> _Your instructions_
Out of the records below, copy all lines in which the word "walker" occurs.

****

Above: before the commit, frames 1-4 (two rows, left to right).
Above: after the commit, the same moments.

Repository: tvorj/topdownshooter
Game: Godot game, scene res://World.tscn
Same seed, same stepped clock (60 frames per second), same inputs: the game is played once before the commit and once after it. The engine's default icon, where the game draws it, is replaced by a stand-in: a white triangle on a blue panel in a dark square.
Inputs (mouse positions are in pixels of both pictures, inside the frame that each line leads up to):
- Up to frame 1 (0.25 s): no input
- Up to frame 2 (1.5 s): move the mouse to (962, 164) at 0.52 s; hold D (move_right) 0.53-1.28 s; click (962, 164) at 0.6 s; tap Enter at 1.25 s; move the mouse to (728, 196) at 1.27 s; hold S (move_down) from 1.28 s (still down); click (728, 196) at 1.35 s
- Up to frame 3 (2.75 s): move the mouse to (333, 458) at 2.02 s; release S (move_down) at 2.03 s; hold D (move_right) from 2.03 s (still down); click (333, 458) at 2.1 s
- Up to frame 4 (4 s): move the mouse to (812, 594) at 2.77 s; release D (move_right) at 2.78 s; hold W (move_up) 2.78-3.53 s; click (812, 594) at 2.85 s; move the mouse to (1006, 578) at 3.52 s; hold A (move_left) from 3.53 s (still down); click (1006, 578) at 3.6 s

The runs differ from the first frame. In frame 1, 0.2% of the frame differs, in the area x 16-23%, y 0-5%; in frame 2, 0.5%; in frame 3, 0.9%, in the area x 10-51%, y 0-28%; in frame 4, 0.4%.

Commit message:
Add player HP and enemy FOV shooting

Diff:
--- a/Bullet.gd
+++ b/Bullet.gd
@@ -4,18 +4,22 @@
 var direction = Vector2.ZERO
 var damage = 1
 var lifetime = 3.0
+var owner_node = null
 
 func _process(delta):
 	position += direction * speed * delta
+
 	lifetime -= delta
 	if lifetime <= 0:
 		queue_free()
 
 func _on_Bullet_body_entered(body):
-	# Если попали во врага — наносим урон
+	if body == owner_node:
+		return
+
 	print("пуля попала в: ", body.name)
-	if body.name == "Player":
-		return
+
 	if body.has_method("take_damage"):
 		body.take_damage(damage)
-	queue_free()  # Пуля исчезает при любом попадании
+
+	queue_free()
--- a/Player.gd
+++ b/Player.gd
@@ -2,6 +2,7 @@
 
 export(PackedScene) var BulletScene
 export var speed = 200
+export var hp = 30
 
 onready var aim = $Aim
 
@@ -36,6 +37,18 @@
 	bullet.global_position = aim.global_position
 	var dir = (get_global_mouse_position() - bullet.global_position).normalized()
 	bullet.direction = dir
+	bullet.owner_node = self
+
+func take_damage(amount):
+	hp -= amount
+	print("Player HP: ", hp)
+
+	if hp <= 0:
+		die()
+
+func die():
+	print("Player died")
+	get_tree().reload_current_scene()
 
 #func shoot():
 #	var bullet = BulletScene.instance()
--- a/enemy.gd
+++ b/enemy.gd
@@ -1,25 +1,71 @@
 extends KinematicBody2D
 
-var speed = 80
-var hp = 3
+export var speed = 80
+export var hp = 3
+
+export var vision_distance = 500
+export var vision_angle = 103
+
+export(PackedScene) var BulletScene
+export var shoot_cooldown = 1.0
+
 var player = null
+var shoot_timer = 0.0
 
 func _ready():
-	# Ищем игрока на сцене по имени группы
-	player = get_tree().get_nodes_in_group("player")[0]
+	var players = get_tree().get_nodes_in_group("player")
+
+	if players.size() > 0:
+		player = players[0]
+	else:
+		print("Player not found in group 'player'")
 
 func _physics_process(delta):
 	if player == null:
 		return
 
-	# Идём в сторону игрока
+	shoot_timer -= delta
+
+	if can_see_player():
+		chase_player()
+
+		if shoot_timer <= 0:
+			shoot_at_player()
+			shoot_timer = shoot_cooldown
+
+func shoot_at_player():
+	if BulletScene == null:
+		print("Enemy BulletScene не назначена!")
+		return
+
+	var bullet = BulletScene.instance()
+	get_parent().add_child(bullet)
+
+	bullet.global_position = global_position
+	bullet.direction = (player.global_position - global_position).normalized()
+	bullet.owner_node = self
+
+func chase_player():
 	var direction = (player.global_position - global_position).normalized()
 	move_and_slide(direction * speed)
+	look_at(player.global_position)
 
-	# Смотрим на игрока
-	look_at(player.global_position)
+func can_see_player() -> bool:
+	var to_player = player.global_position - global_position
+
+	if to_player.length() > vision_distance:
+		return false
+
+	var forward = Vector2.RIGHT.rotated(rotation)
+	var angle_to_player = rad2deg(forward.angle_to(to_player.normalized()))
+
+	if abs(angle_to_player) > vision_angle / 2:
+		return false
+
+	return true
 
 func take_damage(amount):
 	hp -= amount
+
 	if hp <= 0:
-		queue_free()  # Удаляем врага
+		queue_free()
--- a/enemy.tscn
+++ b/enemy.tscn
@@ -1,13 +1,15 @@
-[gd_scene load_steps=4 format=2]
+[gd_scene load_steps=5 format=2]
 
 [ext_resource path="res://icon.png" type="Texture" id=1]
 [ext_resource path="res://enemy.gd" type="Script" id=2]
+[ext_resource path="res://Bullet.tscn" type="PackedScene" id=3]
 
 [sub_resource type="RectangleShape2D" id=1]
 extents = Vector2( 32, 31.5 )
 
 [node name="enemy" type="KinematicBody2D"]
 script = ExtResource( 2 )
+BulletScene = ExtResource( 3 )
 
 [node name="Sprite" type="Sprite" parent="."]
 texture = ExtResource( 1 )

****

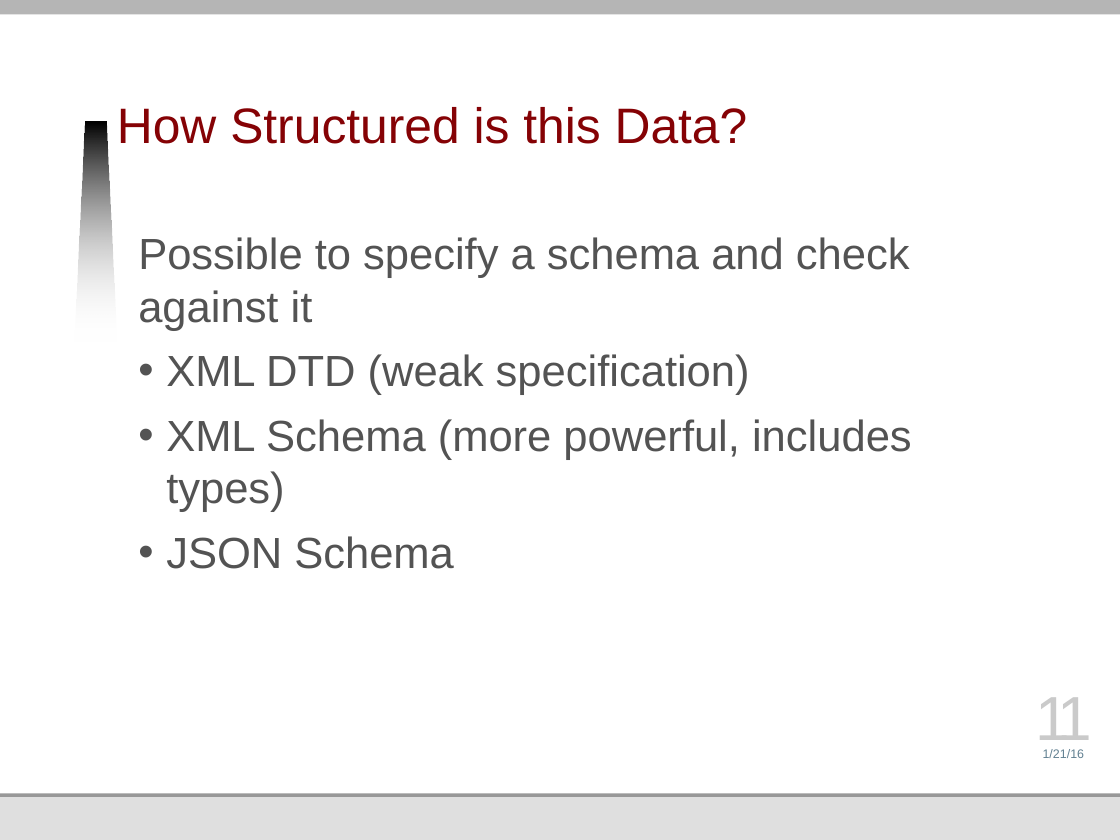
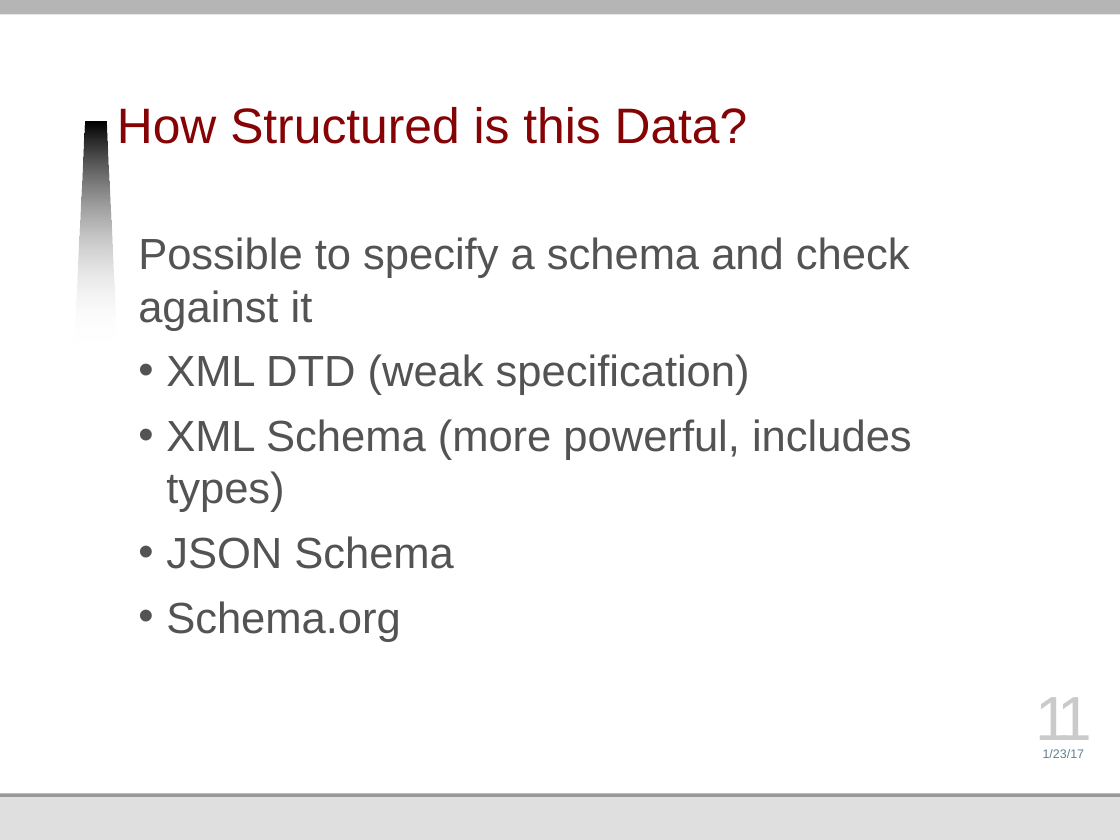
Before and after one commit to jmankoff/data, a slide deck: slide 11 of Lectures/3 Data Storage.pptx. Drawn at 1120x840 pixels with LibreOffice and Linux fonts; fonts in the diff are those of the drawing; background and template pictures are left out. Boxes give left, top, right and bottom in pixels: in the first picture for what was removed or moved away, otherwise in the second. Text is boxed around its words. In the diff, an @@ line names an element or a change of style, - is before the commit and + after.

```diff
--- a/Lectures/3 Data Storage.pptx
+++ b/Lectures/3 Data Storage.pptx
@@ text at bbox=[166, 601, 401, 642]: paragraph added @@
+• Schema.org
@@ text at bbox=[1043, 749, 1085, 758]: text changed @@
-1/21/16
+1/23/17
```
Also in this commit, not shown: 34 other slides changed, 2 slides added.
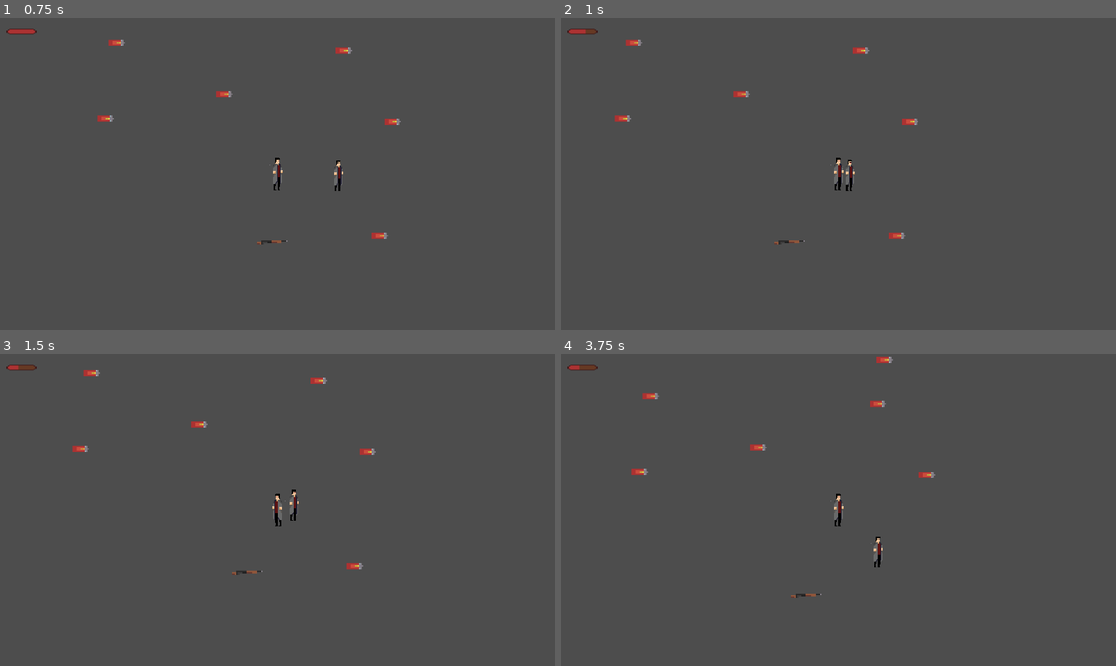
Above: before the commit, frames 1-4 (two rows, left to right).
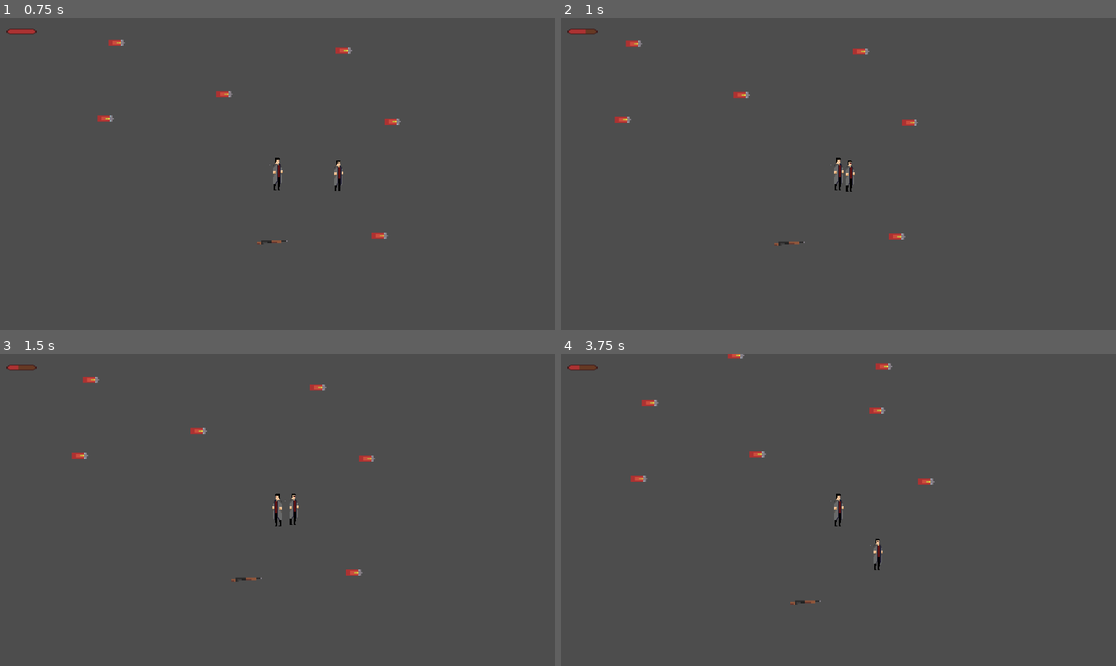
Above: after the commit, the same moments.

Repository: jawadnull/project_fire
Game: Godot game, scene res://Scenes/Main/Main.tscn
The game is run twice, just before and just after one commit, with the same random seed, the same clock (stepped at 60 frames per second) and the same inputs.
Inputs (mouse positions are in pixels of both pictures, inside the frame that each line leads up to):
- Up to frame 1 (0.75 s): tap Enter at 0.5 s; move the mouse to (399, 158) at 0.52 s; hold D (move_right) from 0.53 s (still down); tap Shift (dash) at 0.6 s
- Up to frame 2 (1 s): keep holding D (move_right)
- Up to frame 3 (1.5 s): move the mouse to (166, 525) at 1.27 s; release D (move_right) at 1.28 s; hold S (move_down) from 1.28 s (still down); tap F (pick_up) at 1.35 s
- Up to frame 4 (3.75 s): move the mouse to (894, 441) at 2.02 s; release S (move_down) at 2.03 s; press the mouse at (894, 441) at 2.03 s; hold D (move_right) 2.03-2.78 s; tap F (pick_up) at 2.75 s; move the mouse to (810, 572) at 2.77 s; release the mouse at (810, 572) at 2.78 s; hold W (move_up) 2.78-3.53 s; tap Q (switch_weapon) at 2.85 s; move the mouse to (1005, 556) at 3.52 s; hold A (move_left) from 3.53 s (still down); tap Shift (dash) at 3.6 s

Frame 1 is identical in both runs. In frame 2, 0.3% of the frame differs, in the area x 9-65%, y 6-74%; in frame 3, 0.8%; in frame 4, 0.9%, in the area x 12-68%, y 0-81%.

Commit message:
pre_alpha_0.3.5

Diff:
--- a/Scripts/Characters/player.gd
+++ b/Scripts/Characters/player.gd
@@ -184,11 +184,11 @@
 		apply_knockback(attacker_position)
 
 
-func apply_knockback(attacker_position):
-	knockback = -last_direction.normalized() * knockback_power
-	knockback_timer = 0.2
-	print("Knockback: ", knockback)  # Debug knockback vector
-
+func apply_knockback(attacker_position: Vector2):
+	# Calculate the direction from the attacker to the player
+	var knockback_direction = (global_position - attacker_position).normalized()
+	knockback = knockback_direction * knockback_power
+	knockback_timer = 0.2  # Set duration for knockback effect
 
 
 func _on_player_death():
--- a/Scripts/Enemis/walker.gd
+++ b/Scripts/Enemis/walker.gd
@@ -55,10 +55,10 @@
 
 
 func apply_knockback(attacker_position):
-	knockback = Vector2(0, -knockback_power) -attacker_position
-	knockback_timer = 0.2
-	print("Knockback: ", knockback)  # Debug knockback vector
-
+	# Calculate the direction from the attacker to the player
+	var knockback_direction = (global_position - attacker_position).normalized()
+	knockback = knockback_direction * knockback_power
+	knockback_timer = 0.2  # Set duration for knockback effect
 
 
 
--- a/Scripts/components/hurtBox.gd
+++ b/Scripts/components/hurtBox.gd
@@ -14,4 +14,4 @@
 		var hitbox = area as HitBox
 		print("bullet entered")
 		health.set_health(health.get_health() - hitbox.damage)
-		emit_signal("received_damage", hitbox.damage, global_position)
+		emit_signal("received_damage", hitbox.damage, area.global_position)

****

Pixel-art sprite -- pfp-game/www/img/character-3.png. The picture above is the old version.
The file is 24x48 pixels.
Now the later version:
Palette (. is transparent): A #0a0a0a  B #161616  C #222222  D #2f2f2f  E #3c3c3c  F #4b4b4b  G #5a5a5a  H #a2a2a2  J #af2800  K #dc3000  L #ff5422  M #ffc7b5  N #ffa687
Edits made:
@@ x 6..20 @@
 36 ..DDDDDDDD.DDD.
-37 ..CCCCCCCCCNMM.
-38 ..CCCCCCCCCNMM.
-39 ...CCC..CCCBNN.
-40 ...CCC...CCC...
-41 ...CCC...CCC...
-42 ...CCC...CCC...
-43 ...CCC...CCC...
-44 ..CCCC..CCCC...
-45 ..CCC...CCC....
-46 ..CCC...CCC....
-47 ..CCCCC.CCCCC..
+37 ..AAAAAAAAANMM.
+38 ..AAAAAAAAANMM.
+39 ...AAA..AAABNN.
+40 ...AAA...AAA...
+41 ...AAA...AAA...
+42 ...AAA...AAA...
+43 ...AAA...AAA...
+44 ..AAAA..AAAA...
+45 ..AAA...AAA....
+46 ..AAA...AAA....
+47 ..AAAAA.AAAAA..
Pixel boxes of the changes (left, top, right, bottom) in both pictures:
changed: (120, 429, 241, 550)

****

> _Answer area_
--- a/Scripts/Enemis/walker.gd
+++ b/Scripts/Enemis/walker.gd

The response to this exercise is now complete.